(Excerpts from a dataset)
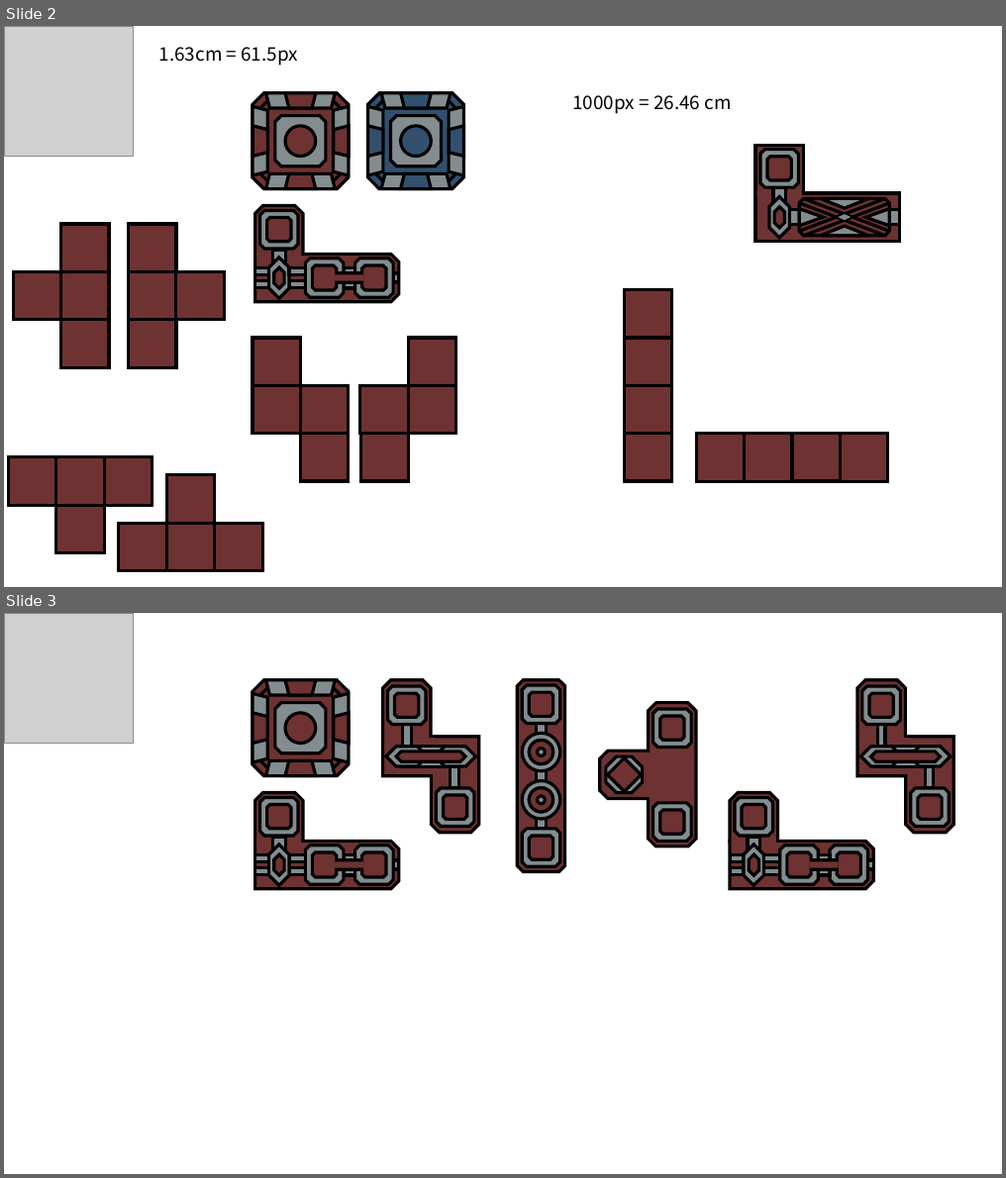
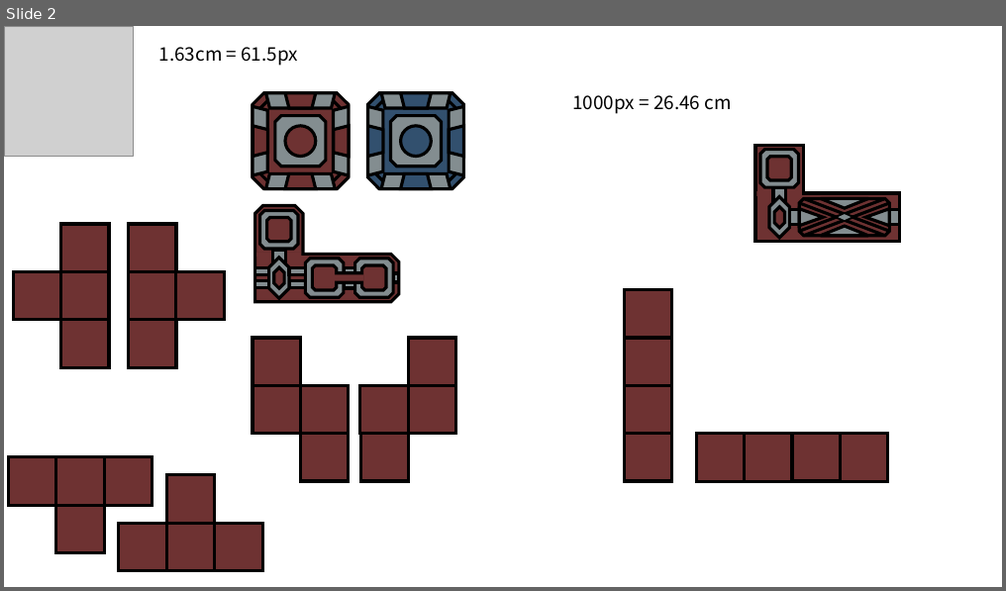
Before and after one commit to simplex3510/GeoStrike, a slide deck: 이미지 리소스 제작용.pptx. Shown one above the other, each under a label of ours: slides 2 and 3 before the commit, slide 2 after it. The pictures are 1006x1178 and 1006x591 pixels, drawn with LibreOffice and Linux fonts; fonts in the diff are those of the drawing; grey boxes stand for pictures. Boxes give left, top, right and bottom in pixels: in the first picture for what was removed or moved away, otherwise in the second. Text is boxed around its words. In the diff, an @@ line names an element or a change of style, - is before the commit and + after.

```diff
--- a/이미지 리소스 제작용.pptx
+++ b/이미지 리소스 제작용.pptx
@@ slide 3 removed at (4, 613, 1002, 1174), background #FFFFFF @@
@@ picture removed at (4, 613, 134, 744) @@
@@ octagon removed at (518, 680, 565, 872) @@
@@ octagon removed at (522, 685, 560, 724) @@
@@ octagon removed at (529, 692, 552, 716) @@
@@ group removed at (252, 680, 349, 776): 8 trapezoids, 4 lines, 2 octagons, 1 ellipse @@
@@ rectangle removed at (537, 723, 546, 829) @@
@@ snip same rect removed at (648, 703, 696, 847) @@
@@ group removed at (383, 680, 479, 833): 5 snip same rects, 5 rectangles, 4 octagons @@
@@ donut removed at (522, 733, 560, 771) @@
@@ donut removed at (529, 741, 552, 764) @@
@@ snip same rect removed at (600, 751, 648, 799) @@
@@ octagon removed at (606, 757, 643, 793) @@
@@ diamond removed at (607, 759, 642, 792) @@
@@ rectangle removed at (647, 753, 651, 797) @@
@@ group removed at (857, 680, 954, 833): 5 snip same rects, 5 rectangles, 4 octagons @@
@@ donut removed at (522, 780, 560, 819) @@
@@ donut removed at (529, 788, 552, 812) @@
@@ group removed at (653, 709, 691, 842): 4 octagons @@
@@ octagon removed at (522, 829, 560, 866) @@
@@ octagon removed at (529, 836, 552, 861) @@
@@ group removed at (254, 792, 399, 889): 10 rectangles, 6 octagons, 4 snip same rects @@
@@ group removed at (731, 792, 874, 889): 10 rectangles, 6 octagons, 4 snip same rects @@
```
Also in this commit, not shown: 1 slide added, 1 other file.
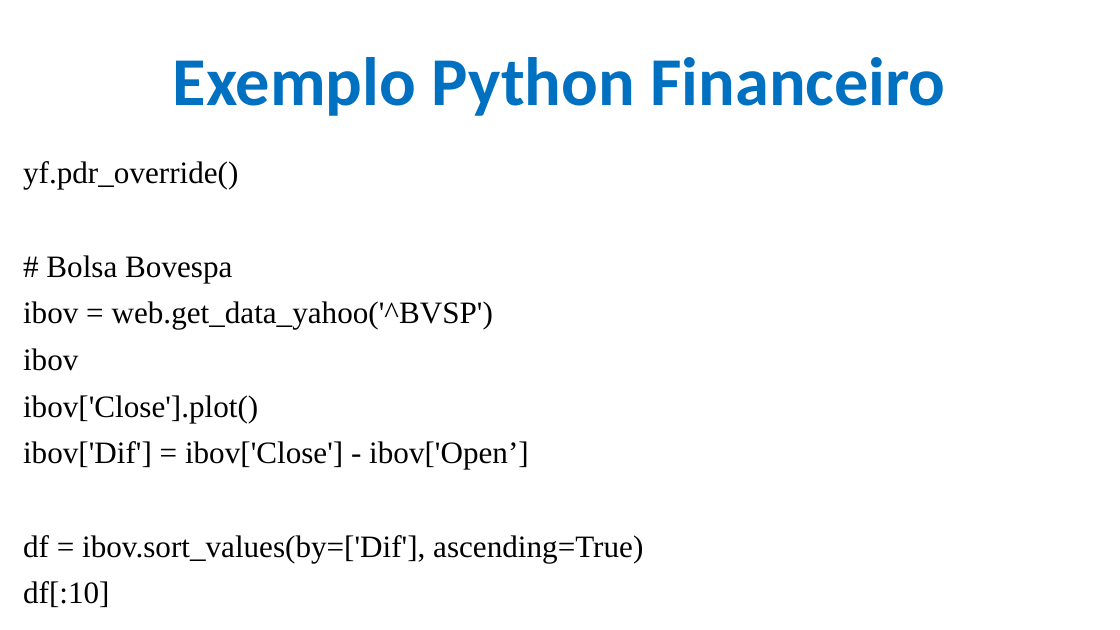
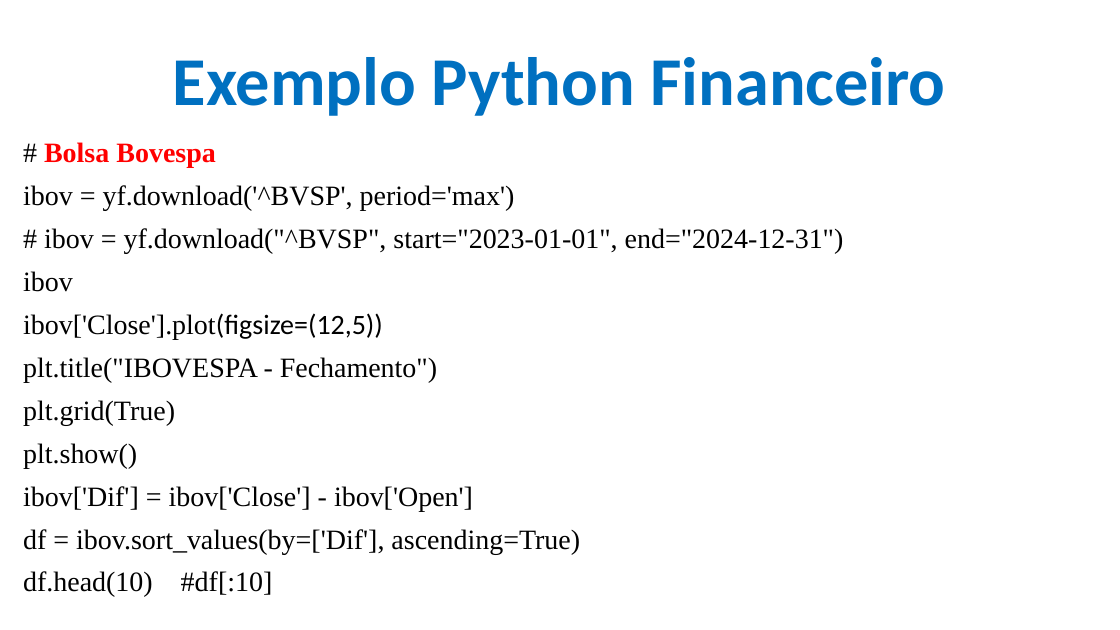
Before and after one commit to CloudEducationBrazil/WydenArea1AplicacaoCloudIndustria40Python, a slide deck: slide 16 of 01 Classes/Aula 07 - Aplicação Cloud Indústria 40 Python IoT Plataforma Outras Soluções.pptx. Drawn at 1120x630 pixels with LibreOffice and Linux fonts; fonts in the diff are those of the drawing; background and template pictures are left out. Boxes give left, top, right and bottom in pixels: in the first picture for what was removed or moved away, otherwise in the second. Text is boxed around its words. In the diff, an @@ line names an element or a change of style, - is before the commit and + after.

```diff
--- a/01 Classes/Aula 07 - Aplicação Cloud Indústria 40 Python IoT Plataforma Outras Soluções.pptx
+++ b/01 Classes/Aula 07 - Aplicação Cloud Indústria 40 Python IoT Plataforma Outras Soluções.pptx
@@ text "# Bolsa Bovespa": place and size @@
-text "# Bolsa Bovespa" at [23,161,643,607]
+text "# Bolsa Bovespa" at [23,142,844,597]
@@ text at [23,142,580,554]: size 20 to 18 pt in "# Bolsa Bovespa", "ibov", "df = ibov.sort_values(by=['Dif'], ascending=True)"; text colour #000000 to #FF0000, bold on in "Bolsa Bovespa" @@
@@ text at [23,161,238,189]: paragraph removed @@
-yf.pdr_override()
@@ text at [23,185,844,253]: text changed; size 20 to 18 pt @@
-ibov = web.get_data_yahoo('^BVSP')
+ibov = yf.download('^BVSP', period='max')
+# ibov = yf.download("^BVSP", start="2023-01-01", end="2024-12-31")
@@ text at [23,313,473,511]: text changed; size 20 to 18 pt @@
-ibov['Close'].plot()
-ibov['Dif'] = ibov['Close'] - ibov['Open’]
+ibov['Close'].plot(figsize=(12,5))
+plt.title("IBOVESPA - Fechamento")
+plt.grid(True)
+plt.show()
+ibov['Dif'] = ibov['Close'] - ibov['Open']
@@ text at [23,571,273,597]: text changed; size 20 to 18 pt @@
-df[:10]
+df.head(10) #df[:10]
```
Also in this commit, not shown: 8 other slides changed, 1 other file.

## EXERCISE BRIEF:
Copy all of the data above exactly. Leave out every picture.

## WRITTEN RESPONSE:
Before and after one commit to simplex3510/GeoStrike, a slide deck: 이미지 리소스 제작용.pptx. Shown one above the other, each under a label of ours: slides 2 and 3 before the commit, slide 2 after it. The pictures are 1006x1178 and 1006x591 pixels, drawn with LibreOffice and Linux fonts; fonts in the diff are those of the drawing; grey boxes stand for pictures. Boxes give left, top, right and bottom in pixels: in the first picture for what was removed or moved away, otherwise in the second. Text is boxed around its words. In the diff, an @@ line names an element or a change of style, - is before the commit and + after.

```diff
--- a/이미지 리소스 제작용.pptx
+++ b/이미지 리소스 제작용.pptx
@@ slide 3 removed at (4, 613, 1002, 1174), background #FFFFFF @@
@@ picture removed at (4, 613, 134, 744) @@
@@ octagon removed at (518, 680, 565, 872) @@
@@ octagon removed at (522, 685, 560, 724) @@
@@ octagon removed at (529, 692, 552, 716) @@
@@ group removed at (252, 680, 349, 776): 8 trapezoids, 4 lines, 2 octagons, 1 ellipse @@
@@ rectangle removed at (537, 723, 546, 829) @@
@@ snip same rect removed at (648, 703, 696, 847) @@
@@ group removed at (383, 680, 479, 833): 5 snip same rects, 5 rectangles, 4 octagons @@
@@ donut removed at (522, 733, 560, 771) @@
@@ donut removed at (529, 741, 552, 764) @@
@@ snip same rect removed at (600, 751, 648, 799) @@
@@ octagon removed at (606, 757, 643, 793) @@
@@ diamond removed at (607, 759, 642, 792) @@
@@ rectangle removed at (647, 753, 651, 797) @@
@@ group removed at (857, 680, 954, 833): 5 snip same rects, 5 rectangles, 4 octagons @@
@@ donut removed at (522, 780, 560, 819) @@
@@ donut removed at (529, 788, 552, 812) @@
@@ group removed at (653, 709, 691, 842): 4 octagons @@
@@ octagon removed at (522, 829, 560, 866) @@
@@ octagon removed at (529, 836, 552, 861) @@
@@ group removed at (254, 792, 399, 889): 10 rectangles, 6 octagons, 4 snip same rects @@
@@ group removed at (731, 792, 874, 889): 10 rectangles, 6 octagons, 4 snip same rects @@
```
Also in this commit, not shown: 1 slide added, 1 other file.
Before and after one commit to CloudEducationBrazil/WydenArea1AplicacaoCloudIndustria40Python, a slide deck: slide 16 of 01 Classes/Aula 07 - Aplicação Cloud Indústria 40 Python IoT Plataforma Outras Soluções.pptx. Drawn at 1120x630 pixels with LibreOffice and Linux fonts; fonts in the diff are those of the drawing; background and template pictures are left out. Boxes give left, top, right and bottom in pixels: in the first picture for what was removed or moved away, otherwise in the second. Text is boxed around its words. In the diff, an @@ line names an element or a change of style, - is before the commit and + after.

```diff
--- a/01 Classes/Aula 07 - Aplicação Cloud Indústria 40 Python IoT Plataforma Outras Soluções.pptx
+++ b/01 Classes/Aula 07 - Aplicação Cloud Indústria 40 Python IoT Plataforma Outras Soluções.pptx
@@ text "# Bolsa Bovespa": place and size @@
-text "# Bolsa Bovespa" at [23,161,643,607]
+text "# Bolsa Bovespa" at [23,142,844,597]
@@ text at [23,142,580,554]: size 20 to 18 pt in "# Bolsa Bovespa", "ibov", "df = ibov.sort_values(by=['Dif'], ascending=True)"; text colour #000000 to #FF0000, bold on in "Bolsa Bovespa" @@
@@ text at [23,161,238,189]: paragraph removed @@
-yf.pdr_override()
@@ text at [23,185,844,253]: text changed; size 20 to 18 pt @@
-ibov = web.get_data_yahoo('^BVSP')
+ibov = yf.download('^BVSP', period='max')
+# ibov = yf.download("^BVSP", start="2023-01-01", end="2024-12-31")
@@ text at [23,313,473,511]: text changed; size 20 to 18 pt @@
-ibov['Close'].plot()
-ibov['Dif'] = ibov['Close'] - ibov['Open’]
+ibov['Close'].plot(figsize=(12,5))
+plt.title("IBOVESPA - Fechamento")
+plt.grid(True)
+plt.show()
+ibov['Dif'] = ibov['Close'] - ibov['Open']
@@ text at [23,571,273,597]: text changed; size 20 to 18 pt @@
-df[:10]
+df.head(10) #df[:10]
```
Also in this commit, not shown: 8 other slides changed, 1 other file.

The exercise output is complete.